[Stored data entries]
= Beginning of Section =

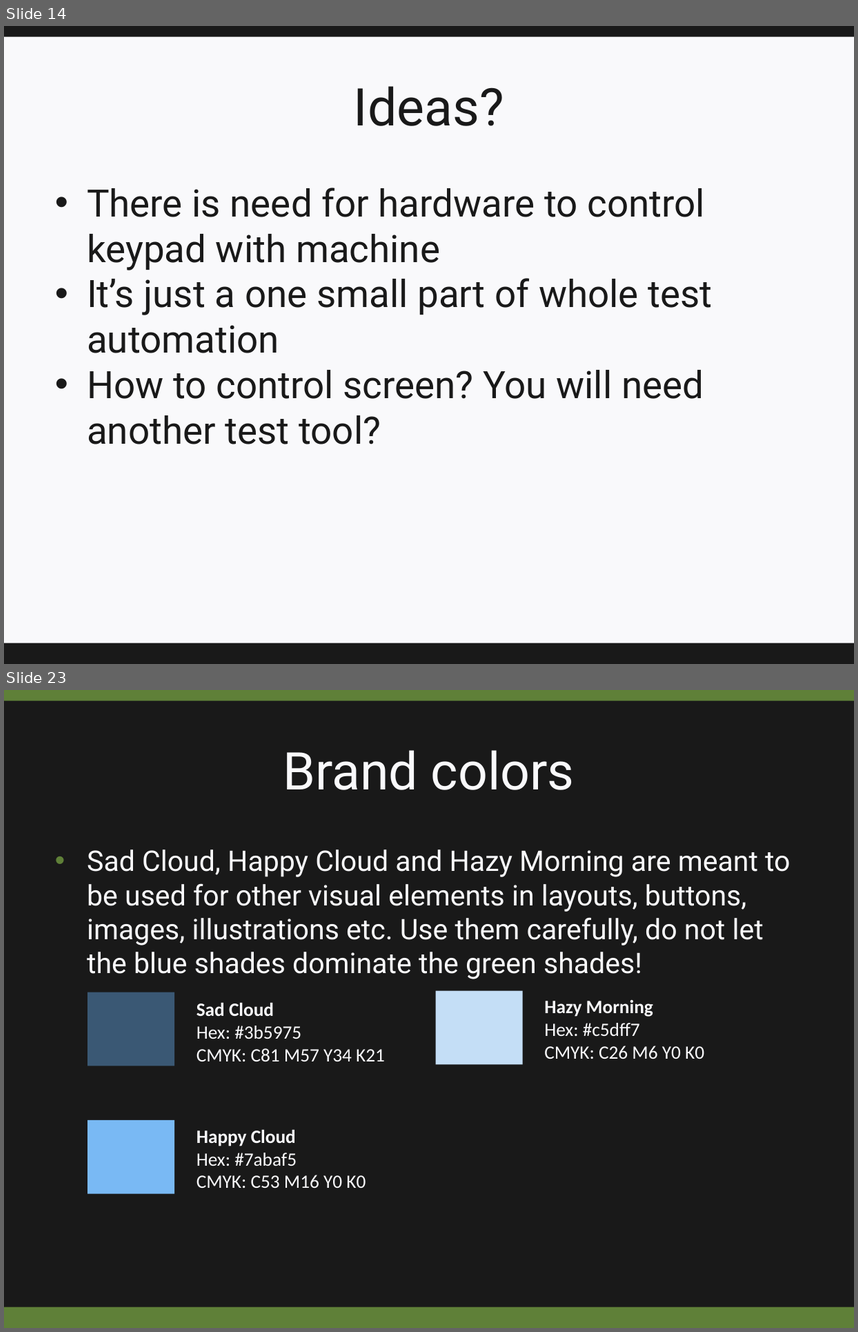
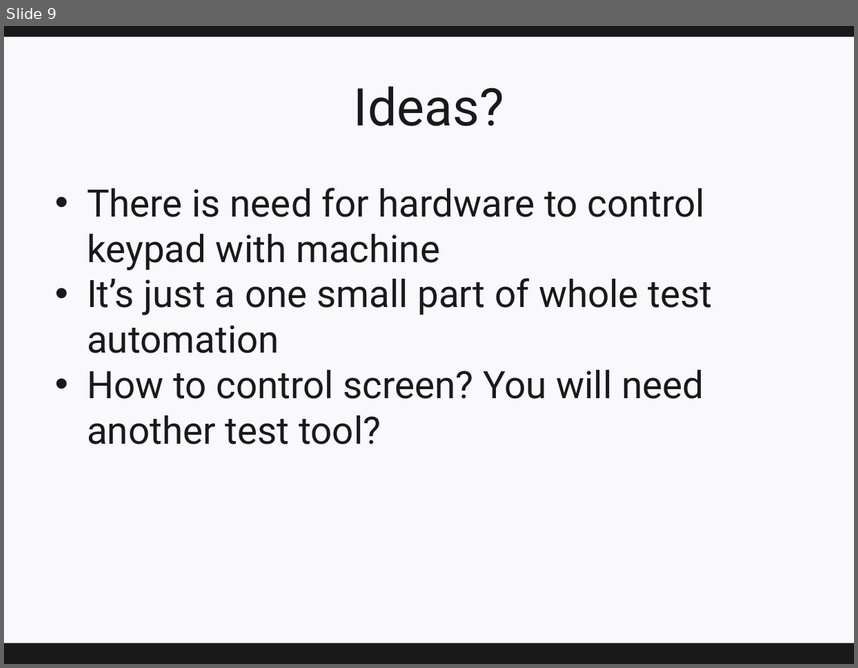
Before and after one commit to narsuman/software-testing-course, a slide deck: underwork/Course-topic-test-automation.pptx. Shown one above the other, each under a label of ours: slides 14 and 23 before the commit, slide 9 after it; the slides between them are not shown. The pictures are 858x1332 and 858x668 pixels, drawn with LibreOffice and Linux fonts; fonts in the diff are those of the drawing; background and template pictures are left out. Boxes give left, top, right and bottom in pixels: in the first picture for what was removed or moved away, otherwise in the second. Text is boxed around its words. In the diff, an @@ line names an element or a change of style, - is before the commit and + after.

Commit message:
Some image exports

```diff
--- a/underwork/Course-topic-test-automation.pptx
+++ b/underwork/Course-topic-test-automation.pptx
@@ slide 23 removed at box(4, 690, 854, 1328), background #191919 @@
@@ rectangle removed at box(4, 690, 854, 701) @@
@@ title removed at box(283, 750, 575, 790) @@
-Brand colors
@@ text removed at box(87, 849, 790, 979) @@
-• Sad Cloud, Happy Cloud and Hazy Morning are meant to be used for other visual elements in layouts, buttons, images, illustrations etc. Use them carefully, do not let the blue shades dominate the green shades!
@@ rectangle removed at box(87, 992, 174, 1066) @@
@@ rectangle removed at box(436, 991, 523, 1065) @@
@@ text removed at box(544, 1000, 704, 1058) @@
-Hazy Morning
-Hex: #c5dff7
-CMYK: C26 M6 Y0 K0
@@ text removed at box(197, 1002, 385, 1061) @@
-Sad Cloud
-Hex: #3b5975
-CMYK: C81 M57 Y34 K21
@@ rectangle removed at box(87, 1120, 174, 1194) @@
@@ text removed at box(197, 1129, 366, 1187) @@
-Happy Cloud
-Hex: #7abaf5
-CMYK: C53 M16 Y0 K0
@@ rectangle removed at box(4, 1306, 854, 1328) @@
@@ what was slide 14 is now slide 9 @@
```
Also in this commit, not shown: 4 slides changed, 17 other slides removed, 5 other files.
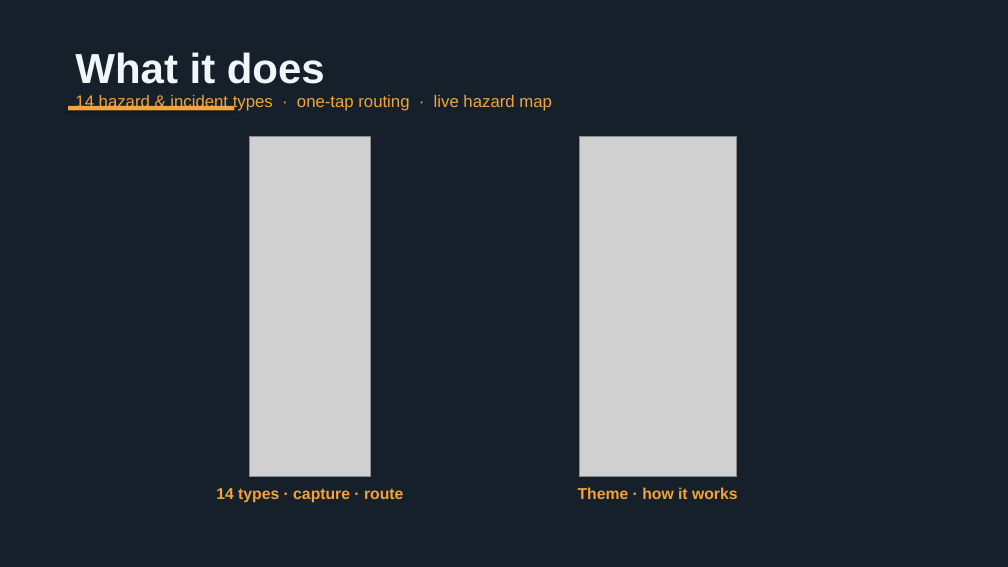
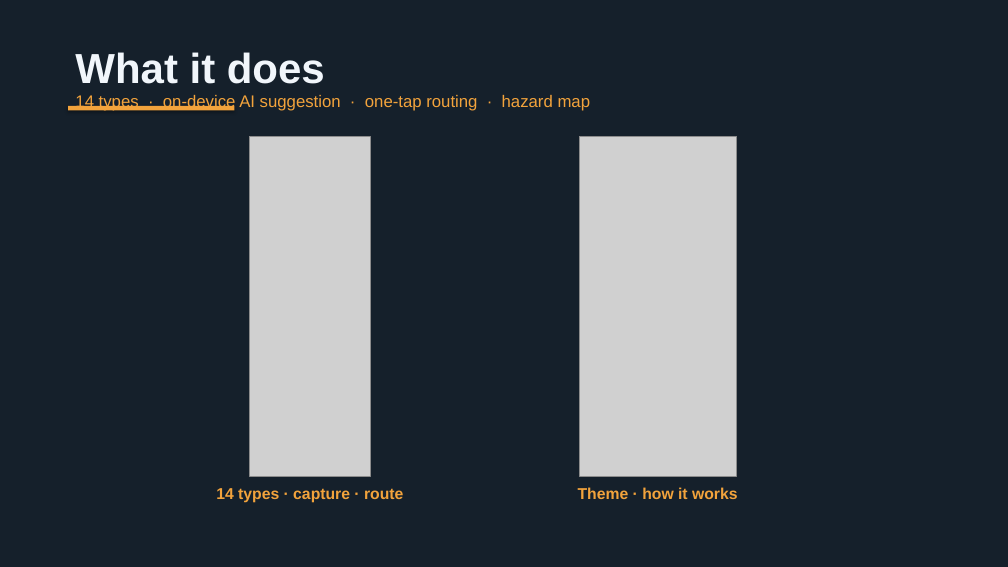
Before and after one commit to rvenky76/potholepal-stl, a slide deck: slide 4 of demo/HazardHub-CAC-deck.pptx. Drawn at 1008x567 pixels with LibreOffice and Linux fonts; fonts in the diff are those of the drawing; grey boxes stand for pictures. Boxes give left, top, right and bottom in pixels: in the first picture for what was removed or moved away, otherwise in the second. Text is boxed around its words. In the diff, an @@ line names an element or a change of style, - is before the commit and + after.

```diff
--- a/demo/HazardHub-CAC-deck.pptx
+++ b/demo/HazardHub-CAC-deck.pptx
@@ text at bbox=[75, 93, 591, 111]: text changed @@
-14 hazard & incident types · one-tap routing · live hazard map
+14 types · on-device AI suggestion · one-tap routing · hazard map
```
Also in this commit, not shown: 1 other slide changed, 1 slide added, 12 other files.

= End of Section =

• TASK DETAILS: Would you please repeat each record exactly? Leave the pictures out.

• SOLUTION FOR THIS PROBLEM:
Before and after one commit to narsuman/software-testing-course, a slide deck: underwork/Course-topic-test-automation.pptx. Shown one above the other, each under a label of ours: slides 14 and 23 before the commit, slide 9 after it; the slides between them are not shown. The pictures are 858x1332 and 858x668 pixels, drawn with LibreOffice and Linux fonts; fonts in the diff are those of the drawing; background and template pictures are left out. Boxes give left, top, right and bottom in pixels: in the first picture for what was removed or moved away, otherwise in the second. Text is boxed around its words. In the diff, an @@ line names an element or a change of style, - is before the commit and + after.

Commit message:
Some image exports

```diff
--- a/underwork/Course-topic-test-automation.pptx
+++ b/underwork/Course-topic-test-automation.pptx
@@ slide 23 removed at box(4, 690, 854, 1328), background #191919 @@
@@ rectangle removed at box(4, 690, 854, 701) @@
@@ title removed at box(283, 750, 575, 790) @@
-Brand colors
@@ text removed at box(87, 849, 790, 979) @@
-• Sad Cloud, Happy Cloud and Hazy Morning are meant to be used for other visual elements in layouts, buttons, images, illustrations etc. Use them carefully, do not let the blue shades dominate the green shades!
@@ rectangle removed at box(87, 992, 174, 1066) @@
@@ rectangle removed at box(436, 991, 523, 1065) @@
@@ text removed at box(544, 1000, 704, 1058) @@
-Hazy Morning
-Hex: #c5dff7
-CMYK: C26 M6 Y0 K0
@@ text removed at box(197, 1002, 385, 1061) @@
-Sad Cloud
-Hex: #3b5975
-CMYK: C81 M57 Y34 K21
@@ rectangle removed at box(87, 1120, 174, 1194) @@
@@ text removed at box(197, 1129, 366, 1187) @@
-Happy Cloud
-Hex: #7abaf5
-CMYK: C53 M16 Y0 K0
@@ rectangle removed at box(4, 1306, 854, 1328) @@
@@ what was slide 14 is now slide 9 @@
```
Also in this commit, not shown: 4 slides changed, 17 other slides removed, 5 other files.
Before and after one commit to rvenky76/potholepal-stl, a slide deck: slide 4 of demo/HazardHub-CAC-deck.pptx. Drawn at 1008x567 pixels with LibreOffice and Linux fonts; fonts in the diff are those of the drawing; grey boxes stand for pictures. Boxes give left, top, right and bottom in pixels: in the first picture for what was removed or moved away, otherwise in the second. Text is boxed around its words. In the diff, an @@ line names an element or a change of style, - is before the commit and + after.

```diff
--- a/demo/HazardHub-CAC-deck.pptx
+++ b/demo/HazardHub-CAC-deck.pptx
@@ text at bbox=[75, 93, 591, 111]: text changed @@
-14 hazard & incident types · one-tap routing · live hazard map
+14 types · on-device AI suggestion · one-tap routing · hazard map
```
Also in this commit, not shown: 1 other slide changed, 1 slide added, 12 other files.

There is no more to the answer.